A railway flat car, whose mass together with the artillery gun is ${\text{M = 2m,}}$ moves at a speed V. The gun barrel makes an angle $\alpha = {60^0}$ with the horizontal. A shell of mass m leaves the barrel at a speed $\nu = 12m{s^{ - 1}},$ relative to the barrel. Find the speed of the flat car ${\text{V}}\left( {{\text{in m}}{{\text{s}}^{ - 1}}} \right)$ in order that it may stop after the firing.

Answer 1

Hint: To solve this question, we will use the concept of conservation of momentum of a system. Since the net external force on the system (car and shell) is zero along the horizontal direction.

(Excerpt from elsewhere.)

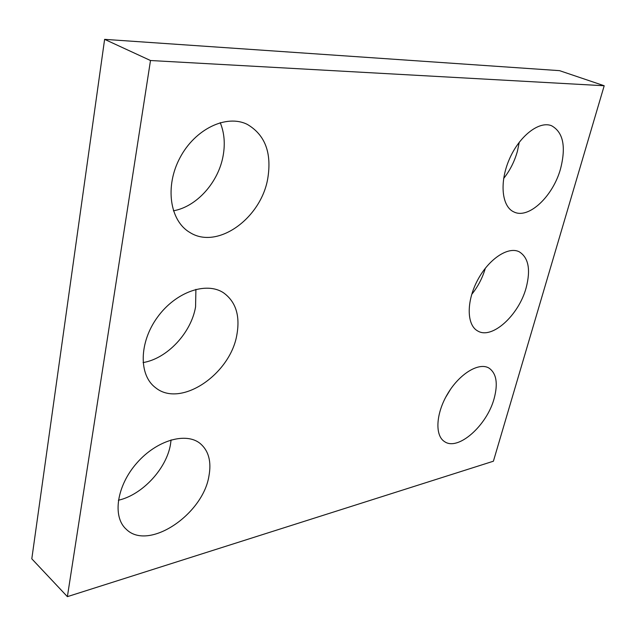 <?xml version="1.0" encoding="UTF-8"?>
<svg xmlns="http://www.w3.org/2000/svg" width="636" height="636" viewBox="0 0 636 636"><rect width="100%" height="100%" fill="white"/><g stroke="black" fill="none" stroke-linecap="round" stroke-linejoin="round"><path stroke-width="0.95" d="M604.2 85.749L150.494 60.515L67.384 596.648L493.401 461.211L604.2 85.749L559.529 70.652L104.614 39.352L150.494 60.515M104.614 39.352L31.8 558.813L67.384 596.648M171.092 439.897L170.464 444.564C166.457 468.732 142.265 494.943 118.368 500.246M208.95 475.959C203.035 514.548 148.188 551.587 126.095 529.112C112.151 516.575 116.817 485.594 136.899 462.944C156.806 440.136 186.086 431.884 200.205 443.515C208.664 450.789 211.573 461.601 208.95 475.959M195.904 289.356L195.57 306.902C191.221 332.827 167.204 358.656 143.06 362.576M236.902 334.584C230.542 374.183 180.473 408.463 155.399 387.57C138.648 375.105 139.046 342.399 157.434 317.253C175.608 291.956 206.326 281.343 223.498 292.775C235.765 301.655 240.233 315.583 236.902 334.584M220.215 122.637C224.301 132.622 225.287 143.593 223.164 155.558C218.609 182.174 196.731 206.772 173.405 210.802M267.748 178.597C261.014 218.45 217.202 250.139 189.759 232.394C169.884 220.851 164.613 186.467 179.988 157.744C195.109 128.885 226.583 114.035 247.237 124.362C265.117 134.816 271.946 152.894 267.748 178.597M450.55 389.264L445.526 397.572M494.156 398.47C487.033 425.476 458 451.353 444.532 441.607C434.619 435.517 435.906 413.066 447.919 393.342C459.788 373.539 478.988 362.059 488.933 368.045C496.422 373.252 498.163 383.397 494.156 398.47M485.371 268.154C482.557 277.821 478.002 286.574 471.713 294.412M526.123 287.877C518.801 315.233 492.01 339.711 477.779 331.006C466.737 325.25 466.172 301.949 477.326 280.675C488.337 259.329 507.965 246.108 519.159 251.745C528.548 257.58 530.869 269.624 526.123 287.877M519.286 142.154L517.426 151.193C514.548 161.433 509.953 170.528 503.648 178.485M560.578 168.691C553.105 196.19 528.739 219.348 514.007 211.987C501.828 206.819 499.204 182.627 509.245 159.461C519.127 136.215 539.018 120.665 551.484 125.697C563.162 132.121 566.199 146.447 560.578 168.691"/></g></svg>

Therefore the momentum of the system before and after the firing will be the same.

Complete step-by-step solution -

Given that the speed of the shell is $\nu = 12m{s^{ - 1}}$ and the angle that gun makes with the horizontal is $\alpha = {60^0}$
Let V be the speed of the system (car and shell of mass 2m) before the action.
And since after the firing the car stopped i.e. speed (momentum) of the car = 0
And mass of the system is ${\text{M = 2m}}$
Now we will calculate the speed of the shell w.r.t ground = speed of the system $ + $ speed of the shell along the horizontal direction
$ = V + 12\cos {60^0}$
According to the conservation of momentum
Momentum of the system before firing = momentum of the system after firing
$
   \Rightarrow MV = 0 + (V + 12\cos {60^0})m \\
   \Rightarrow 2mV = V + 12 \times \dfrac{1}{2} \times m \\
   \Rightarrow mV = 6m \\
   \Rightarrow V = 6m/s \\
$

Note- To solve these types of questions, remember the concept of conservation of momentum and also remember if along a certain direction external forces on the system is zero then the work done by it is only due to internal forces so the external effect of the system remains unchanged.